Directions for this task: Your task is to repeat the entries below exactly and to leave their images out.

Material for this task:
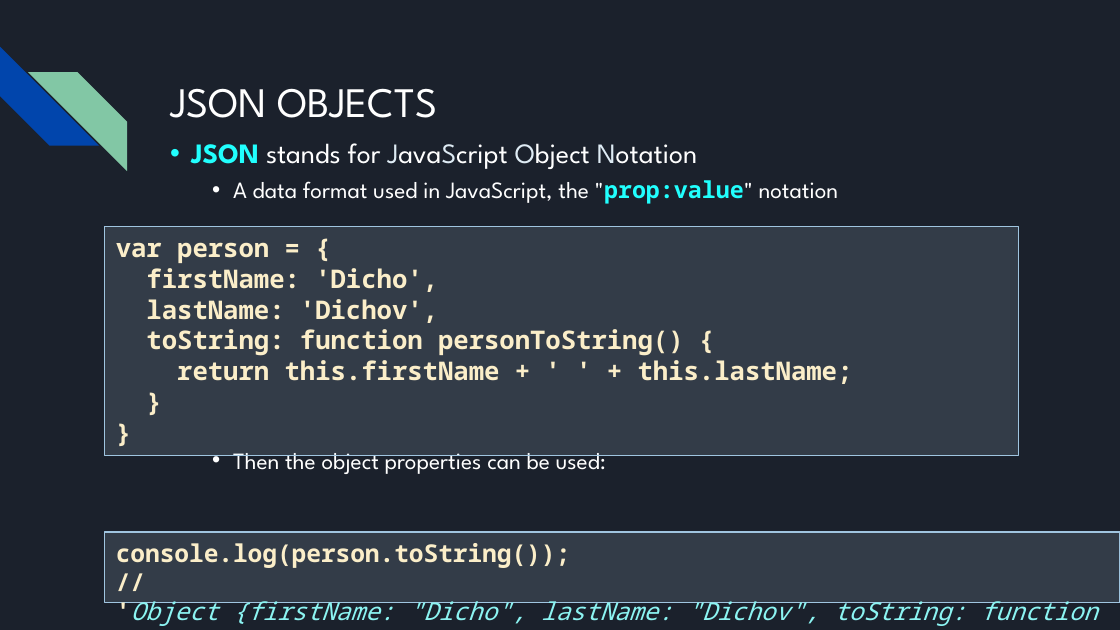
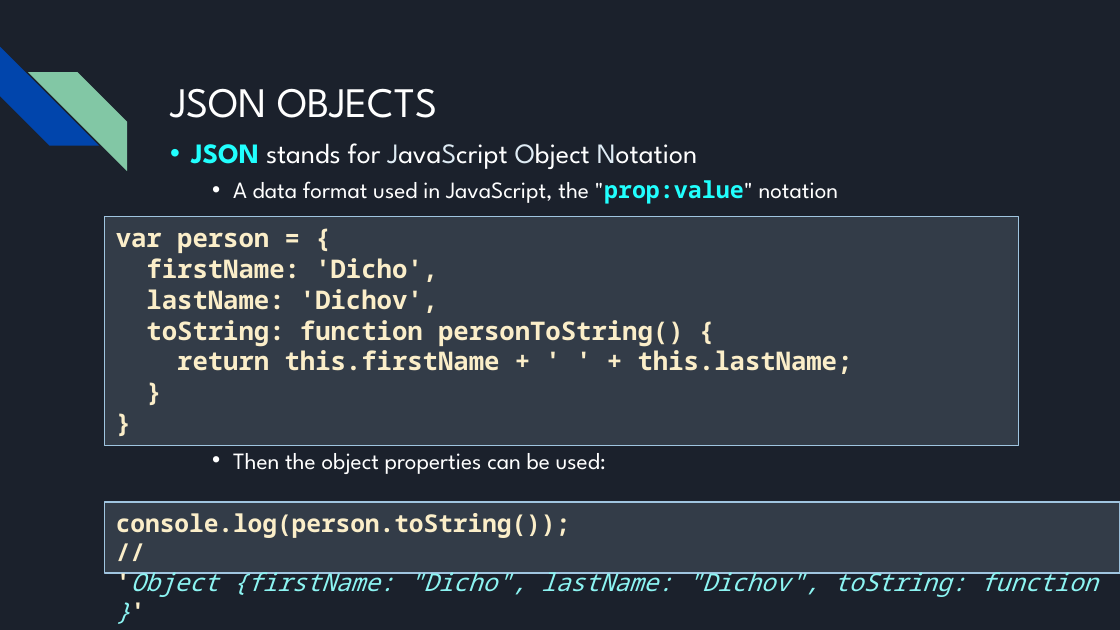
Before and after one commit to bulhard/Javascript-Programming-2022, a slide deck: slide 53 of Presentations/05 Javascript functions and objects.pptx. Drawn at 1120x630 pixels with LibreOffice and Linux fonts; fonts in the diff are those of the drawing. Boxes give left, top, right and bottom in pixels: in the first picture for what was removed or moved away, otherwise in the second. Text is boxed around its words. In the diff, an @@ line names an element or a change of style, - is before the commit and + after.

```diff
--- a/Presentations/05 Javascript functions and objects.pptx
+++ b/Presentations/05 Javascript functions and objects.pptx
@@ rectangle "var person = {": place and size @@
-rectangle "var person = {" at bbox=[104, 226, 1018, 455]
+rectangle "var person = {" at bbox=[104, 216, 1018, 445]
@@ rectangle "console.log(person.toString());": place and size @@
-rectangle "console.log(person.toString());" at bbox=[104, 532, 1120, 603]
+rectangle "console.log(person.toString());" at bbox=[104, 502, 1120, 572]
```
Also in this commit, not shown: 5 other slides changed, 25 other files.

Output of the task:
Before and after one commit to bulhard/Javascript-Programming-2022, a slide deck: slide 53 of Presentations/05 Javascript functions and objects.pptx. Drawn at 1120x630 pixels with LibreOffice and Linux fonts; fonts in the diff are those of the drawing. Boxes give left, top, right and bottom in pixels: in the first picture for what was removed or moved away, otherwise in the second. Text is boxed around its words. In the diff, an @@ line names an element or a change of style, - is before the commit and + after.

```diff
--- a/Presentations/05 Javascript functions and objects.pptx
+++ b/Presentations/05 Javascript functions and objects.pptx
@@ rectangle "var person = {": place and size @@
-rectangle "var person = {" at bbox=[104, 226, 1018, 455]
+rectangle "var person = {" at bbox=[104, 216, 1018, 445]
@@ rectangle "console.log(person.toString());": place and size @@
-rectangle "console.log(person.toString());" at bbox=[104, 532, 1120, 603]
+rectangle "console.log(person.toString());" at bbox=[104, 502, 1120, 572]
```
Also in this commit, not shown: 5 other slides changed, 25 other files.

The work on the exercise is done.